Reference: LRFS v1.0 §5 + §7

  • 001-tampered-signature Signature bytes do not match the canonical input under the declared key and algorithm. Any conformant verifier MUST reject this payload.
  • 002-malformed-xmp XMP packet is syntactically invalid XML — truncated before the closing RDF element. Conformant readers MUST surface a structured parse error, not crash or silently return partial data.
  • 003-signature-algorithm-mismatch Declared signing algorithm is incompatible with the provided signature byte length. Conformant readers MUST reject before attempting verification.
  • 004-empty-payload XMP packet is well-formed and contains the LRFS namespace, but declares zero layers and no signature.
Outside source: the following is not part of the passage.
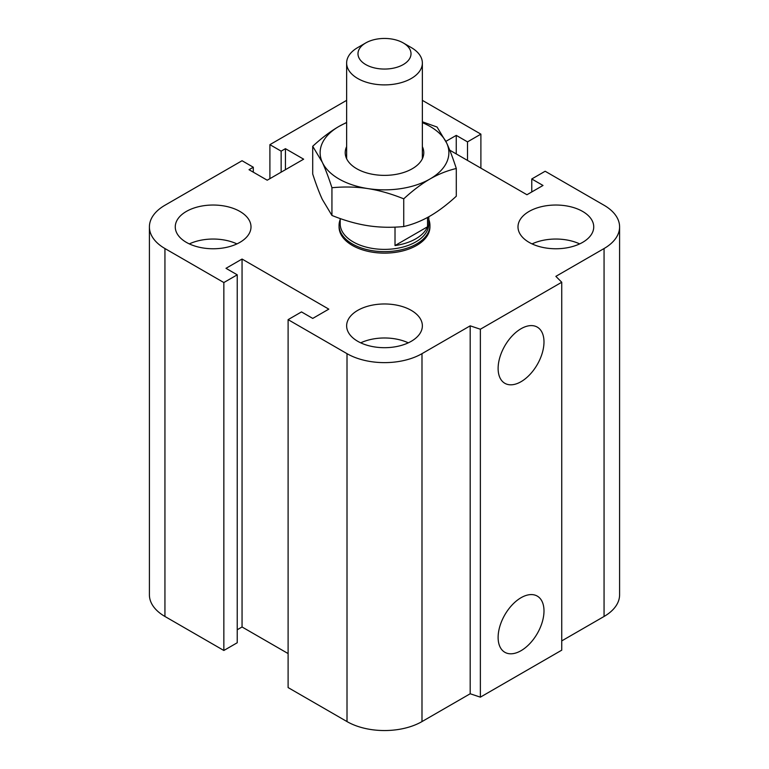 <?xml version="1.0" encoding="UTF-8"?>
<svg xmlns="http://www.w3.org/2000/svg" width="769" height="769" viewBox="0 0 769 769"><rect width="100%" height="100%" fill="white"/><g stroke="black" fill="none" stroke-linecap="round" stroke-linejoin="round"><path stroke-width="1.15" d="M429.938 225.413L429.938 226.893A45.438 26.233 180 0 1 401.889 251.136A45.438 26.233 180 0 1 352.365 245.446A45.438 26.233 180 0 1 339.062 226.893L339.062 225.413A45.438 26.233 0 0 0 384.5 251.646A45.438 26.233 0 0 0 429.938 225.413A45.438 26.233 0 0 0 428.804 219.578M239.909 211.437A37.864 21.859 180 0 1 251.002 226.893A37.864 21.859 180 0 1 213.138 248.762A37.864 21.859 180 0 1 175.265 226.893A37.864 21.859 180 0 1 198.642 206.698A37.864 21.859 180 0 1 239.909 211.437M189.337 243.898A37.864 21.859 180 0 1 236.929 243.898M582.642 211.437A37.864 21.859 180 0 1 593.735 226.893A37.864 21.859 180 0 1 555.862 248.762A37.864 21.859 180 0 1 517.998 226.893A37.864 21.859 180 0 1 541.376 206.698A37.864 21.859 180 0 1 582.642 211.437M532.071 243.898A37.864 21.859 180 0 1 579.663 243.898M411.28 310.378A37.864 21.859 180 0 1 422.364 325.835A37.864 21.859 180 0 1 384.5 347.694A37.864 21.859 180 0 1 346.636 325.835A37.864 21.859 180 0 1 370.004 305.639A37.864 21.859 180 0 1 411.28 310.378M360.699 342.839A37.864 21.859 180 0 1 408.301 342.839M498.12 637.434A32.433 18.725 -60 0 1 512.279 604.79A32.433 18.725 -60 0 1 537.271 596.1A32.433 18.725 -60 0 1 537.271 633.56A32.433 18.725 -60 0 1 504.839 652.285A32.433 18.725 -60 0 1 498.12 637.434M498.12 368.447A32.433 18.725 -60 0 1 512.279 335.803A32.433 18.725 -60 0 1 537.271 327.113A32.433 18.725 -60 0 1 537.271 364.564A32.433 18.725 -60 0 1 504.839 383.298A32.433 18.725 -60 0 1 498.12 368.447M449.74 150.166L526.948 194.74L543.01 185.464L531.764 178.975L545.154 171.247L604.059 205.256A53.013 30.606 180 0 1 619.593 226.893A53.013 30.606 180 0 1 604.059 248.541L555.862 276.359L561.745 282.242L561.745 650.17L480.365 697.156L480.365 329.228L470.186 325.835L421.989 353.663A53.013 30.606 180 0 1 347.011 353.663L288.106 319.644L301.496 311.916L312.743 318.414L328.805 309.138L242.052 259.047L225.99 268.323L237.237 274.821L223.846 282.55L164.941 248.541A53.013 30.606 180 0 1 149.407 226.893A53.013 30.606 180 0 1 164.941 205.256L242.052 160.731L253.299 167.229L249.012 169.699L267.218 180.206L303.64 159.183L285.434 148.677L281.146 151.147L269.9 144.659L346.636 100.355M480.365 697.156L470.186 693.763L470.186 325.835M470.186 693.763L421.989 721.582A53.013 30.606 180 0 1 347.011 721.582L288.106 687.573L288.106 319.644M288.106 653.563L242.052 626.975L242.052 259.047M242.052 626.975L237.237 629.763M223.846 282.55L223.846 650.478L237.237 642.749L237.237 274.821M223.846 650.478L164.941 616.469A53.013 30.606 180 0 1 149.407 594.822L149.407 226.893M253.299 172.169L253.299 167.229M561.745 282.242L480.365 329.228M619.593 226.893L619.593 594.822A53.013 30.606 180 0 1 604.059 616.469L561.745 640.894M285.434 169.699L285.434 148.677M281.146 172.169L281.146 151.147M269.9 178.668L269.9 144.659M422.364 100.355L480.894 134.142L467.504 141.871L456.257 135.382L445.876 141.371M480.894 168.151L480.894 134.142M467.504 160.423L467.504 141.871M456.257 153.925L456.257 135.382M531.764 191.962L531.764 178.975M365.756 42.929L357.72 47.572A37.864 21.859 0 0 0 346.636 63.029A37.864 21.859 0 0 0 357.72 78.486A37.864 21.859 0 0 0 398.996 83.225A37.864 21.859 0 0 0 422.364 63.029A37.864 21.859 0 0 0 411.28 47.572L403.244 42.929A26.511 15.303 180 0 1 403.244 64.577A26.511 15.303 180 0 1 365.756 64.577A26.511 15.303 180 0 1 365.756 42.929A26.511 15.303 180 0 1 403.244 42.929M427.535 217.464L427.535 226.778L395.016 245.561L395.016 227.124M427.535 226.778A44.304 25.579 180 0 1 395.016 245.561M340.196 218.55L340.196 223.808A44.304 25.579 0 0 0 384.5 249.387A44.304 25.579 0 0 0 428.804 223.808L428.804 216.762M340.196 219.578A45.438 26.233 0 0 0 339.062 225.413M346.636 146.639A39.286 22.686 0 0 0 356.72 168.728A39.286 22.686 0 0 0 412.28 168.728A39.286 22.686 0 0 0 422.364 146.639M346.636 122.636A64.375 37.162 0 0 0 338.985 126.414A64.375 37.162 0 0 0 322.317 162.307A64.375 37.162 0 0 0 367.842 188.588A64.375 37.162 0 0 0 430.015 178.975A64.375 37.162 0 0 0 446.683 143.072A64.375 37.162 0 0 0 422.364 122.636M422.364 121.79L437.061 127.039L446.683 143.072C449.759 149.724 452.96 158.193 456.296 168.498C447.183 170.641 438.426 174.14 430.015 178.975C421.614 183.839 412.857 190.462 403.735 198.835C391.286 193.798 379.319 190.385 367.842 188.588C356.355 186.829 344.387 186.55 331.939 187.732C328.603 177.428 325.393 168.959 322.317 162.307L312.704 146.283C321.817 137.901 330.574 131.278 338.985 126.414L346.636 122.415M312.704 146.283L312.704 173.996C316.04 184.291 319.241 192.769 322.317 199.411L331.939 215.445C344.387 220.482 356.355 223.894 367.842 225.692C379.319 227.451 391.286 227.739 403.735 226.547C412.857 224.404 421.614 220.905 430.015 216.07C438.426 211.206 447.183 204.583 456.296 196.21L456.296 168.498M403.735 198.835L403.735 226.547M331.939 187.732L331.939 215.445M604.059 616.469L604.059 248.541M421.989 721.582L421.989 353.663M347.011 721.582L347.011 353.663M164.941 616.469L164.941 248.541M422.364 158.741L422.364 63.029M346.636 158.741L346.636 63.029"/></g></svg>

This is distinct from a file with no LRFS metadata at all. Conformant readers MUST treat this as a file with no semantic layer (not a parse error, not a verification failure) and return an empty layer set without crashing.
  • 005-unknown-namespace-version XMP uses a future-version namespace (v2.0) unknown to a v1.0 reader. Per LRFS v1.0 §7 version compatibility, v1.0 readers MUST ignore unknown major-version namespaces — not crash, not misinterpret the layers as v1.0, not return an error.

How to use these vectors

A conformance test for a new LRFS implementation typically looks like: 

// Pseudocode — adapt to your language
for (const vectorFile of readDir('/spec/test-vectors/canonicalization/')) {
  const v = JSON.parse(readFile(vectorFile));
  const canonical = myImplementation.canonicalize(v.inputs.layers);
  const expected = hexToBytes(v.expected.canonical_bytes_hex);
  assertEqual(canonical, expected,
    `Vector ${v.id} failed: canonicalization mismatch`);
}

The index.json file lists every vector with its category, description, and spec section. An implementation's CI can walk the index, load each JSON fixture, and run the corresponding assertion.

Claiming conformance

LRFS v1.0 defines three conformance levels (see the conformance chapter): L1 reader, L2 writer, L3 full. An implementation claims a level by passing every vector in the relevant category:

  • L1 reader: must parse each canonicalization vector and verify each signature vector (HMAC-SHA256, ed25519, file-checksum).
  • L2 writer: must produce byte-identical canonical output for each canonicalization vector and produce identical signatures for each HMAC / ed25519 / file-checksum vector given the stated inputs.
  • L3 full: pass every vector as both reader and writer, and additionally round-trip LRFS packets across file-format conversions the implementation supports.

When publishing an LRFS implementation, include a CONFORMANCE.md file that states which level the implementation claims and links to its CI run against this vector set.